Partial match on a dictionary
-
14-04-2021 - |
문제
I am working with GATE (Java Based NLP Framework) and want to find words with partial match with a dictionary. For example I have a disease dictionary with following terms
Congestive cardiac failure
Congestive Heart Failure
Colon Cancer
.
.
.
Thousands of more terms
Let's assume I have as string "Father had cardiac failure last year"
from this string I want to identify "cardiac failure" as partial match because it occurs as part of a term in the dictionary.
I have seen some discussion on similar subject in Python, JS and C# but I am not sure what can help in such a case here. I wonder if I can utilize Aho-Corrasick over here.
해결책
The UIMA Concept Mapper annotator addon includes a functionality similar to what you are looking. You may consider:
- including using UIMA inside GATE: http://gate.ac.uk/userguide/chap:uima
- develop a similar component using the main ideas from the addon
다른 팁
Maybe you should use Lucene. Treat each line of the dictionary as a document, and each sentence in the text as a query.

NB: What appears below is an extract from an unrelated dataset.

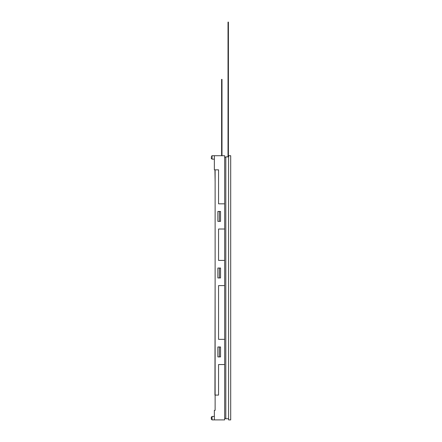 <?xml version="1.0" encoding="UTF-8"?>
<svg xmlns="http://www.w3.org/2000/svg" width="442" height="442" viewBox="0 0 442 442"><rect width="100%" height="100%" fill="white"/><g stroke="black" fill="none" stroke-linecap="round" stroke-linejoin="round"><path stroke-width="0.66" d="M224.663 203.823L218.558 203.823L218.558 169.844L214.359 169.844L214.359 155.717L224.663 155.717L224.663 419.9L212.066 419.9L212.066 416.463L211.304 417.226L211.304 419.138L211.304 417.226L212.066 416.463L214.359 416.463M215.121 169.844L215.121 410.358L214.359 410.358L214.359 419.9M211.304 157.435L211.304 158.391L211.304 157.435M224.663 229.017L218.558 229.017L218.558 260.399L224.663 260.399M224.663 285.593L218.558 285.593L218.558 339.346L224.663 339.346M224.663 364.545L218.558 364.545L218.558 395.087L214.928 395.087L215.121 280.554M219.398 268.034L217.867 268.034L217.867 277.957L220.541 277.957L220.541 268.034L219.398 268.034L219.398 277.957M219.398 211.458L217.867 211.458L217.867 221.381L220.541 221.381L220.541 211.458L219.398 211.458L219.398 221.381M219.398 346.981L217.867 346.981L217.867 356.909L220.541 356.909L220.541 346.981L219.398 346.981L219.398 356.909M215.121 181.679L214.928 169.844M221.613 80.129L221.995 80.129L221.995 79.367L221.613 79.367L221.613 155.717M221.613 145.296L221.995 145.296L221.995 155.717M221.613 117.158L221.995 117.158L221.995 145.296M221.995 80.129L221.995 117.158M228.597 156.866L225.812 156.866L225.812 418.756L228.597 418.756M228.597 155.717L228.597 419.9L230.696 419.9L230.696 155.717L228.597 155.717M228.403 156.866L228.403 22.1L228.022 22.1L228.022 156.866M228.403 90.82L228.022 90.82M224.663 418.375L225.812 418.375M224.663 157.247L225.812 157.247M214.359 159.153L212.066 159.153L212.066 155.717L211.304 156.479L212.066 155.717L214.359 155.717M221.613 147.203L221.995 147.203M221.613 143.385L221.995 143.385M221.613 119.069L221.995 119.069M221.613 115.251L221.995 115.251M228.403 92.726L228.022 92.726M228.403 23.244L228.022 23.244M228.403 88.908L228.022 88.908M212.066 419.9L211.304 419.138L212.066 419.9M212.066 159.153L211.304 158.391L212.066 159.153"/></g></svg>
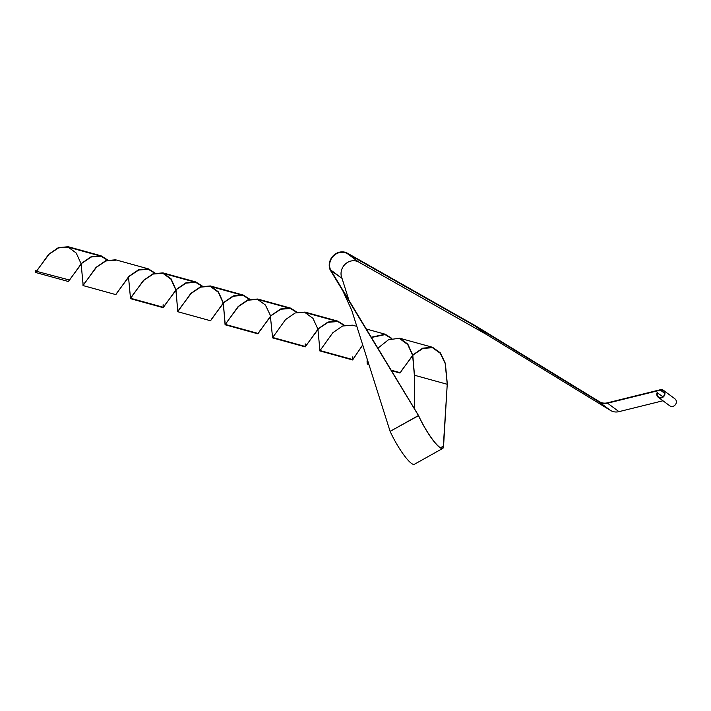 <?xml version="1.0" encoding="UTF-8"?>
<svg xmlns="http://www.w3.org/2000/svg" width="711" height="711" viewBox="0 0 711 711"><rect width="100%" height="100%" fill="white"/><g stroke="black" fill="none" stroke-linecap="round" stroke-linejoin="round"><path stroke-width="1.07" d="M657.462 392.756A3.928 3.546 126.5 0 0 663.727 395.938A3.928 3.546 126.5 0 0 660.359 390.135L607.55 403.19A12.611 11.385 -53.5 0 1 599.115 401.991L475.686 326.376A12.194 11.012 126.5 0 0 475.392 326.207L347.297 253.596A12.194 11.012 -53.5 0 0 333.61 255.88A12.194 11.012 -53.5 0 0 330.606 269.896L330.251 270.1A12.611 11.385 -53.5 0 1 333.361 255.605A12.611 11.385 -53.5 0 1 347.51 253.24L475.606 325.851A12.611 11.385 126.5 0 1 475.908 326.029L599.337 401.644A12.194 11.012 -53.5 0 0 607.496 402.808L660.306 389.744A4.337 3.919 126.5 0 1 664.03 396.16A4.337 3.919 126.5 0 1 657.097 392.65L662.892 396.782M663.47 390.33L674.881 398.791A4.337 3.919 126.5 0 1 669.718 405.768L658.297 397.307M347.297 253.596L358.717 262.057L486.813 334.668A12.194 11.012 126.5 0 1 487.106 334.837L610.536 410.451A12.611 11.385 -53.5 0 0 618.97 411.651L662.972 400.773M447.015 387.975L443.557 446.304A29.151 5.59 -119.2 0 1 442.749 448.41L414.415 464.265A29.151 5.59 -119.2 0 1 390.117 431.364L351.723 310.272L342.791 290.763L330.251 270.1L342.027 278.356A12.194 11.012 -53.5 0 1 345.031 264.341A12.194 11.012 -53.5 0 1 358.717 262.057M342.791 290.763L418.45 415.517L390.117 431.364L418.592 415.624L330.606 269.896L342.027 278.356L348.905 300.211M35.586 271.069L36.448 271.309M68.398 279.734L35.55 271.06L35.657 272.491L48.721 254.271L58.391 247.624L68.256 246.735L71.26 247.997M35.657 272.491L68.478 281.538L81.534 263.328L91.204 256.68L101.069 255.8L107.725 259.995M82.956 282.889L83.018 285.564L115.831 294.612L128.878 276.401L138.547 269.753L148.403 268.865L155.078 273.068M163.103 305.383L163.183 307.685L176.248 289.466L185.918 282.818L195.774 281.938L202.439 286.142M176.017 289.946L177.732 311.702L210.545 320.75L223.601 302.531L233.279 295.883L243.135 295.012L249.792 299.207M223.378 303.019L225.085 324.767L257.897 333.823L270.953 315.604L280.632 308.956L290.488 308.076L297.154 312.28M223.218 303.17L225.2 324.376L238.549 306.432L247.988 300.184L257.569 299.42L265.399 304.992L270.287 315.195L272.553 337.441L305.366 346.497L305.197 343.866L305.25 346.888L318.306 328.678L327.975 322.03L337.832 321.141L344.506 325.345M317.933 329.309L319.914 350.514L352.718 359.562L352.558 356.931L352.612 359.962L362.699 344.888M371.266 337.245L385.202 334.214L391.859 338.418M391.459 370.689L399.964 373.035L413.029 354.816L422.698 348.168L432.564 347.288L440.465 352.967L445.353 363.392L447.263 383.433M83.018 285.564L96.083 267.336L105.752 260.688L115.617 259.808L148.403 268.865M130.317 295.963L130.371 298.629L143.426 280.418L153.096 273.762L162.961 272.882L171.075 278.828L175.964 289.733M177.732 311.702L190.779 293.483L200.449 286.835L210.314 285.946L218.437 291.901L223.325 302.806M225.085 324.767L238.141 306.548L247.81 299.9L257.675 299.02L290.488 308.076M272.384 335.165L272.446 337.841L285.502 319.621L295.181 312.964L305.046 312.093L308.059 313.355M319.737 348.248L319.799 350.905L332.855 332.695L342.524 326.038L352.38 325.158L356.833 326.385M367.098 361.312L367.16 363.979L368.236 362.352M377.879 348.186L388.499 339.742L399.742 338.232L407.856 344.177L412.744 355.091M412.798 355.296L414.433 374.75L414.531 389.441M412.647 355.447L414.397 375.621M35.586 270.678L35.772 272.091L49.13 254.156L58.56 247.899L68.14 247.135L76.21 253.018L81.098 263.754M81.152 263.959L83.125 285.164L96.492 267.22L105.921 260.964L115.511 260.208M128.513 277.023L130.486 298.229L131.793 296.371M131.97 296.06L143.835 280.294L153.265 274.046L162.846 273.282L170.924 279.156L175.813 289.892M175.866 290.097L177.839 311.302L179.154 309.436M179.332 309.125L191.188 293.367L200.626 287.111L210.207 286.346L218.277 292.221L223.165 302.957M272.553 337.441L273.691 335.903M305.366 346.497L318.715 328.562L328.144 322.314L337.725 321.541L304.93 312.493L312.991 318.377L317.879 329.095M319.914 350.514L321.043 348.977M367.134 358.868L367.267 363.579L368.227 362.326M399.626 338.623L407.705 344.506L412.593 355.242M401.395 370.769L413.438 354.691L422.867 348.443L432.448 347.688L440.278 353.26L445.175 363.463L447.246 384.287L414.442 375.239L414.664 409.109M68.585 281.147L81.943 263.203L91.372 256.955L100.953 256.2L107.352 260.11M115.937 294.212L129.286 276.286L138.716 270.038L148.297 269.265L154.705 273.184M163.13 304.655L163.29 307.285L130.486 298.229M164.614 305.419L176.657 289.35L186.086 283.102L195.667 282.338L202.057 286.249M211.967 318.484L224.009 302.415L233.448 296.167L243.029 295.412L249.419 299.322M259.319 331.557L271.362 315.488L280.801 309.241L290.381 308.476L296.78 312.387M337.725 321.541L344.133 325.46M352.718 359.562L362.752 345.057M371.409 337.476L385.086 334.614L391.485 338.534M440.358 447.646L443.557 446.304M447.246 384.287L443.344 445.975A28.733 5.51 -119.2 0 1 442.544 448.046A28.733 5.51 -119.2 0 1 418.592 415.624L418.45 415.517A29.151 5.59 -119.2 0 0 442.749 448.41M660.359 390.135L664.563 393.245M607.55 403.19L618.97 411.651M599.115 401.991L610.536 410.451M475.686 326.376L487.106 334.837M475.392 326.207L486.813 334.668M101.069 255.8L68.256 246.735M163.183 307.685L130.371 298.629M195.774 281.938L162.961 272.882M243.135 295.012L210.314 285.946M305.25 346.888L272.446 337.841M337.832 321.141L305.046 312.093M352.612 359.962L319.799 350.905M385.202 334.214L366.289 328.997M368.902 364.459L367.16 363.979M432.564 347.288L399.742 338.232M36.91 270.553L37.265 269.913M82.938 283.262L82.965 282.534M84.262 283.627L84.618 282.987M130.3 296.336L130.317 295.607M177.652 309.409L177.679 308.681M225.014 322.474L225.031 321.745M226.329 322.838L226.685 322.199M272.366 335.539L272.393 334.81M319.719 348.612L319.746 347.883M367.08 361.686L367.098 360.957M414.433 374.75L414.46 374.022M68.14 247.135L100.953 256.2M145.177 268.403L148.297 269.265M162.846 273.282L195.667 282.338M210.207 286.346L243.029 295.412M225.2 324.376L258.013 333.423M257.569 299.42L290.381 308.476M381.967 333.752L385.086 334.614M367.267 363.579L368.76 363.988M391.148 370.173L400.08 372.635M429.328 346.826L432.448 347.688M70.078 278.97L69.722 279.61M117.431 292.043L117.075 292.674M164.792 305.108L164.437 305.748M212.145 318.173L211.789 318.812M259.497 331.255L259.142 331.886M306.859 344.32L306.503 344.959M354.211 357.384L353.856 358.024M401.573 370.458L401.217 371.098M447.041 387.593L446.997 388.357"/></g></svg>

One question that arises is which substrings you want to include in the search. If you included all substrings just "Heart" would also be a match, but that is not really a disease. Maybe all right-aligned (word-)substrings (perhaps with length > 1) would be acceptable.
So one thing you could do is to train the Aho-Corrasick pattern matcher with the substrings you want to include. To keep the information from which dictionary term the substring came you probably need to modify the algorithm a bit (if keeping that information is important) or build another datastructure to look it up afterwards.
In any case I would convert the disease list and the documents you want to search to lower case before training/matching. If there is a chance of misspellings - there are also papers on fuzzy aho-corasick automata.